In A15 superconducting wires, it is known that the critical current has a dependence on the strain in a magnetic field. Therefore, RHQ-Nb₃Al wires are being studied to develop a high field magnet. Since the wire is usually composed of three or more materials, residual strain is induced by the different coefficients of thermal expansion in the materials in the cooling process after A15 phase transformation. In neutron diffraction measurements at room temperature, we previously reported that the residual strain of Nb₃Al filaments in the wire is tensile. We also reported that the difference of the residual strain in Nb₃Al filaments, as obtained at room temperature, has an effect on the tensile strain dependence of the critical current. In this study, we effectively reduced the residual strain by using a thermal cycle method after A15 phase transformation.

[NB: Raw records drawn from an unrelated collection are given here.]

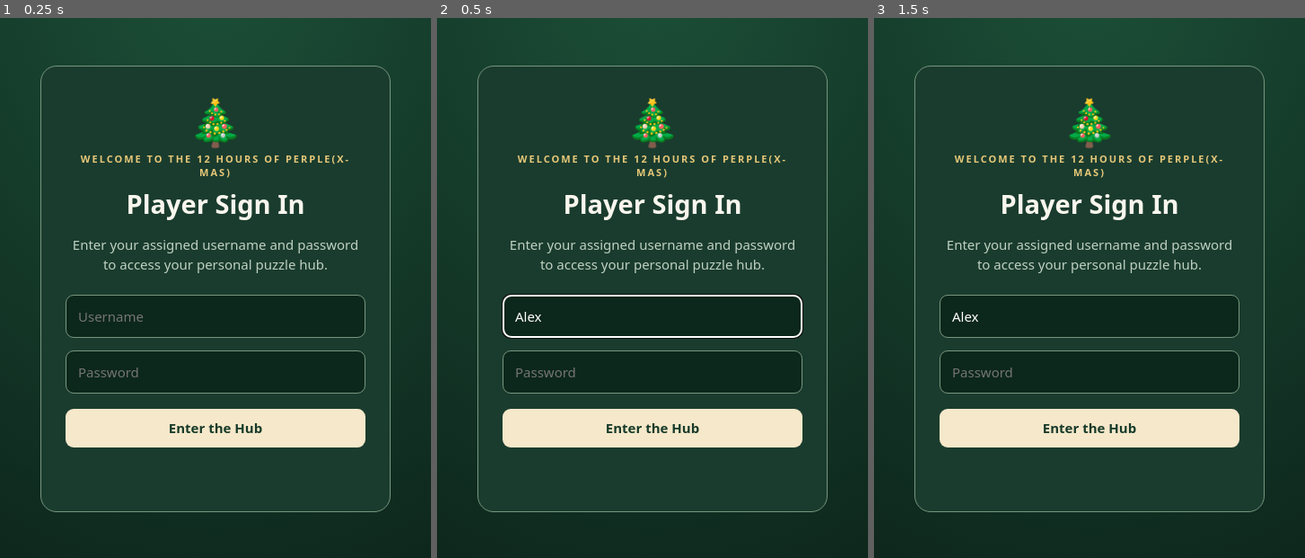
Above: before the commit, frames 1-3 (left to right).
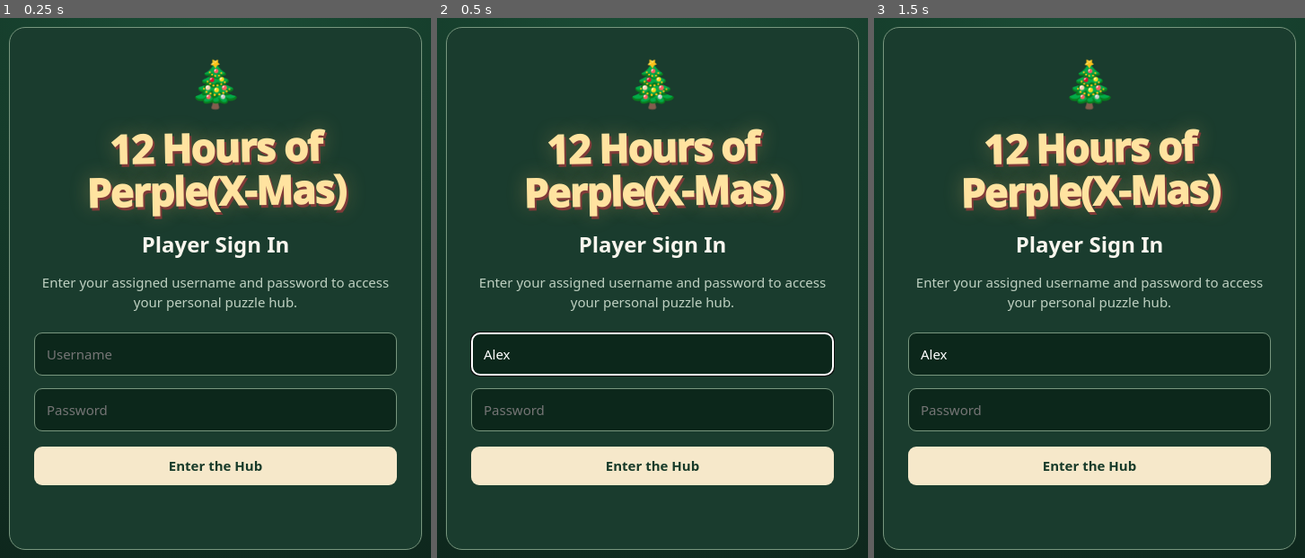
Above: after the commit, the same moments.

Repository: duckfool/christmas-puzzle-hub
Game: browser game, page home.html
The game is run twice, just before and just after one commit, with the same random seed, the same clock (stepped at 60 frames per second) and the same inputs.
Inputs (mouse positions are in pixels of both pictures, inside the frame that each line leads up to; where the layout moved, square brackets give the same spot in the first picture):
- Up to frame 1 (0.25 s): no input
- Up to frame 2 (0.5 s): click (652, 352) [652, 315] at 0.27 s; type "Alex" at 0.27 s
- Up to frame 3 (1.5 s): click "Enter the Hub" at 0.52 s; click "Enter the Hub" at 1.27 s

The runs differ from the first frame. In frame 1, 22% of the frame differs, in the area x 2-98%, y 1-99%; in frame 2, 22%; in frame 3, 22%.

Commit message:
Give login event title a larger playful Christmas style

Diff:
--- a/home.html
+++ b/home.html
@@ -2,7 +2,7 @@
 <html lang="en"><head><meta charset="utf-8"><meta name="viewport" content="width=device-width,initial-scale=1"><meta name="theme-color" content="#102a22"><title>Christmas Puzzle Hub</title>
 <style>
 :root{color-scheme:dark;--bg:#0e261e;--panel:#1b3c30;--line:#416a51;--cream:#f6e8ca;--muted:#bfd1c2;--gold:#e7c879}*[hi …(3119 unchanged characters)…
-.login-screen{position:fixed;inset:0;z-index:20;background:r …(751 unchanged characters)… 78967e;border-radius:14px;color:#bfd1c2}</style></head><body><section id="loginScreen" class="login-screen"><div class="login-box"><div style="font-size:50px">🎄</div><div class="eyebrow">Welcome to the 12 Hours of Perple(X-Mas)</div><h1>Playe …(662 unchanged characters)…
+.login-screen{position:fixed;inset:0;z-index:20;background:r …(751 unchanged characters)… 78967e;border-radius:14px;color:#bfd1c2}.event-title{font-family:"Trebuchet MS","Arial Rounded MT Bold",system-ui,sans-serif;font-size:clamp(30px,8vw,44px);font-weight:1000;letter-spacing:-1.2px;line-height:1.1;color:#ffe3a0;text-shadow:2px 3px 0 #803a38,0 0 22px #e8b96655;margin:14px 0 18px;transform:rotate(-1deg)}.login-box{max-width:460px}.login-box h1{font-size:24px}</style></head><body><section id="loginScreen" class="login-screen"><div class="login-box"><div style="font-size:50px">🎄</div><div class="event-title">12 Hours of Perple(X-Mas)</div><h1>Playe …(662 unchanged characters)…
 <section class="hero"><div class="eyebrow">The Christmas Adventure</div><h1>Every clue brings<br>you closer.</h1><p>Welcome to mission control. Explore the puzzles, track your discoveries, and work together to unravel the Christmas mystery.</p></section>
 <section class="summary" aria-label="Puzzle overview"><div class="stat"><strong id="availableCount">1</strong><span>Ava …(205 unchanged characters)…
 <section><h2>Puzzle directory</h2><p class="sectionnote">New challenges will unlock here as the adventure unfolds.</p><div class="grid" id="puzzleGrid">

By applying one thermal cycle process, the tensile residual strain was decreased by approximately 0.08%. This is the first investigation of the thermal cycle effect on the residual strain in the RHQ-Nb₃Al wire. Studies on the thermal cycle are necessary to understand the mechanical properties of the wire. In this paper, we report the details of the thermal cycle method, its effect on the lattice structures of Nb₃Al and Cu at room temperature, and the analysis results from the perspective of material strength in strain recovery and its hysteresis.